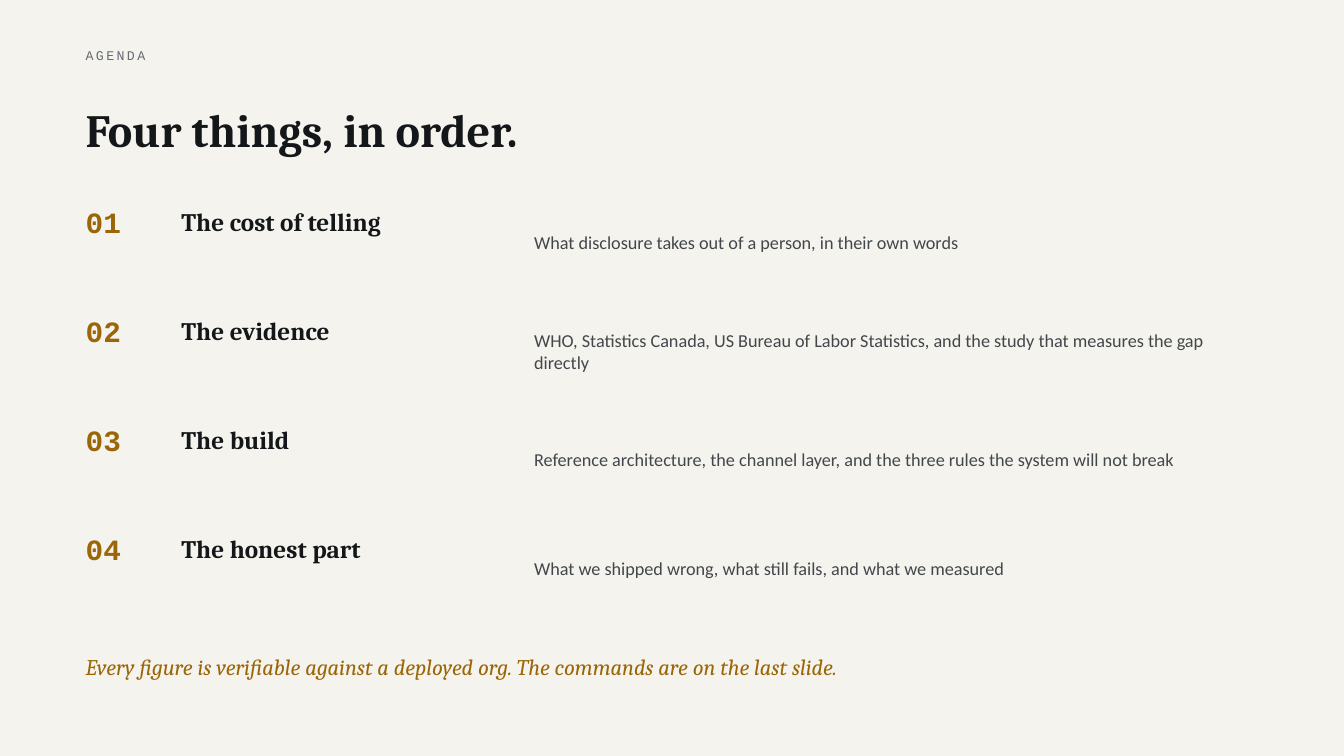
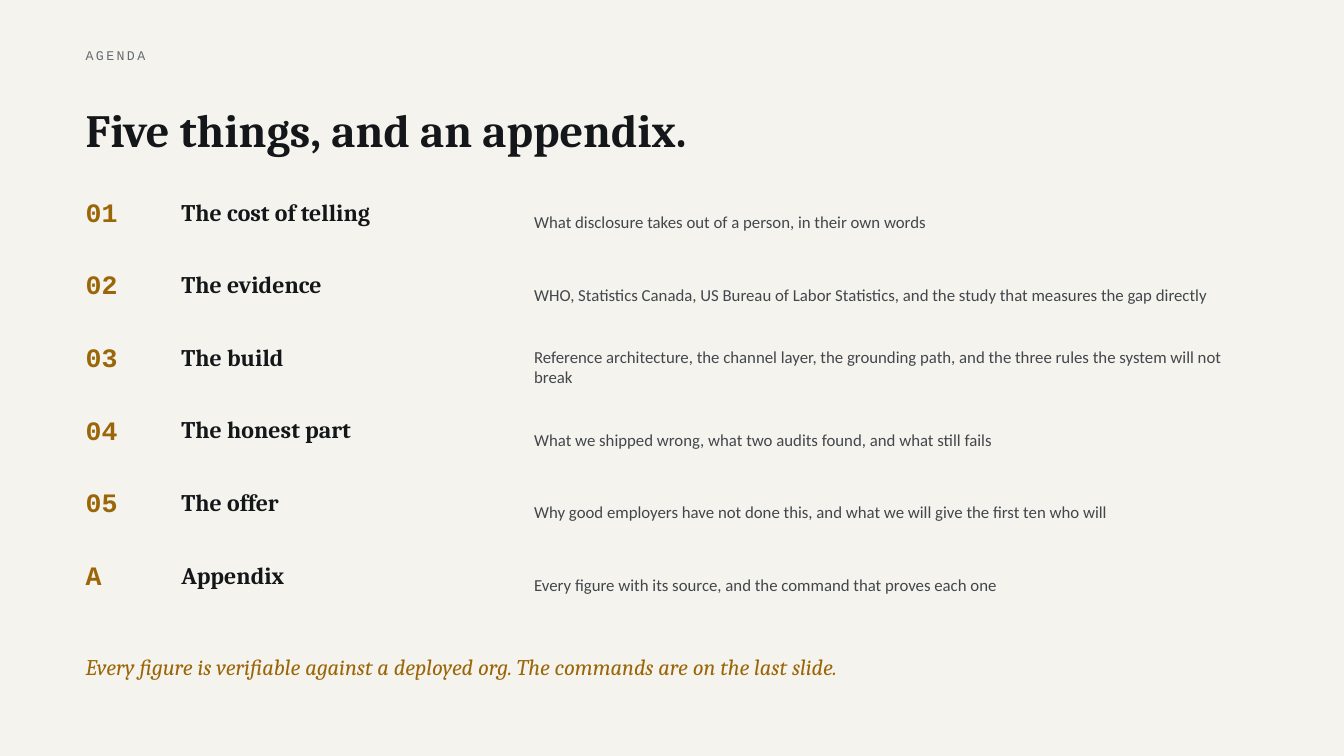
Before and after one commit to parthsevak2/curb-cut, a slide deck: slide 5 of submission/Curb-Cut.pptx. Drawn at 1344x756 pixels with LibreOffice and Linux fonts; fonts in the diff are those of the drawing. Boxes give left, top, right and bottom in pixels: in the first picture for what was removed or moved away, otherwise in the second. Text is boxed around its words. In the diff, an @@ line names an element or a change of style, - is before the commit and + after.

```diff
--- a/submission/Curb-Cut.pptx
+++ b/submission/Curb-Cut.pptx
@@ text at bbox=[86, 115, 686, 157]: text changed @@
-Four things, in order.
+Five things, and an appendix.
@@ text "01": place and size @@
-text "01" at bbox=[86, 213, 121, 234]
+text "01" at bbox=[86, 204, 118, 223]
@@ text "The cost of telling": place and size @@
-text "The cost of telling" at bbox=[181, 213, 381, 237]
+text "The cost of telling" at bbox=[181, 204, 370, 226]
@@ text "What disclosure takes out of ...": place and size @@
-text "What disclosure takes out of ..." at bbox=[534, 236, 958, 252]
+text "What disclosure takes out of ..." at bbox=[534, 216, 926, 231]
@@ text "What disclosure takes out of ..." at bbox=[534, 216, 926, 231]: size 13 to 12 pt @@
@@ text "02": place and size @@
-text "02" at bbox=[86, 322, 121, 343]
+text "02" at bbox=[86, 276, 118, 295]
@@ text "The evidence": place and size @@
-text "The evidence" at bbox=[181, 322, 330, 340]
+text "The evidence" at bbox=[181, 276, 322, 293]
@@ text "WHO, Statistics Canada, US Bureau ..." at bbox=[534, 289, 1207, 304]: size 13 to 12 pt @@
@@ text "WHO, Statistics Canada, US Bureau ...": place and size @@
-text "WHO, Statistics Canada, US Bureau ..." at bbox=[534, 334, 1203, 372]
+text "WHO, Statistics Canada, US Bureau ..." at bbox=[534, 289, 1207, 304]
@@ text "03": place and size @@
-text "03" at bbox=[86, 431, 121, 452]
+text "03" at bbox=[86, 349, 118, 368]
@@ text "The build": place and size @@
-text "The build" at bbox=[181, 431, 290, 449]
+text "The build" at bbox=[181, 349, 283, 366]
@@ text at bbox=[534, 351, 1221, 383]: text changed; size 13 to 12 pt @@
-Reference architecture, the channel layer, and the three rules the system will not break
+Reference architecture, the channel layer, the grounding path, and the three rules the system will not break
@@ size 21 to 19 pt in 4 elements at bbox=[86, 204, 118, 223], bbox=[86, 276, 118, 295], bbox=[86, 349, 118, 368], bbox=[86, 422, 118, 441] @@
@@ text "04": place and size @@
-text "04" at bbox=[86, 540, 121, 561]
+text "04" at bbox=[86, 422, 118, 441]
@@ size 18 to 17 pt in 4 elements at bbox=[181, 204, 370, 226], bbox=[181, 276, 322, 293], bbox=[181, 349, 283, 366], bbox=[181, 421, 351, 443] @@
@@ text "The honest part": place and size @@
-text "The honest part" at bbox=[181, 540, 360, 564]
+text "The honest part" at bbox=[181, 421, 351, 443]
@@ text at bbox=[534, 434, 992, 449]: text changed; size 13 to 12 pt @@
-What we shipped wrong, what still fails, and what we measured
+What we shipped wrong, what two audits found, and what still fails
@@ text added at bbox=[86, 494, 118, 513], 19 pt, text #9A6608, bold @@
+05
@@ text added at bbox=[181, 494, 279, 511], 17 pt, text #14171A, bold @@
+The offer
@@ text added at bbox=[534, 506, 1107, 521], 12 pt, text #42474C @@
+Why good employers have not done this, and what we will give the first ten who will
@@ text added at bbox=[86, 567, 102, 585], 19 pt, text #9A6608, bold @@
+A
@@ text added at bbox=[181, 567, 284, 589], 17 pt, text #14171A, bold @@
+Appendix
@@ text added at bbox=[534, 579, 996, 594], 12 pt, text #42474C @@
+Every figure with its source, and the command that proves each one
```
Also in this commit, not shown: 8 slides added.

### [Exercise details]
Filter the entries above down to the lines that contain "will".

### [Response]
-Reference architecture, the channel layer, and the three rules the system will not break
+Reference architecture, the channel layer, the grounding path, and the three rules the system will not break
+Why good employers have not done this, and what we will give the first ten who will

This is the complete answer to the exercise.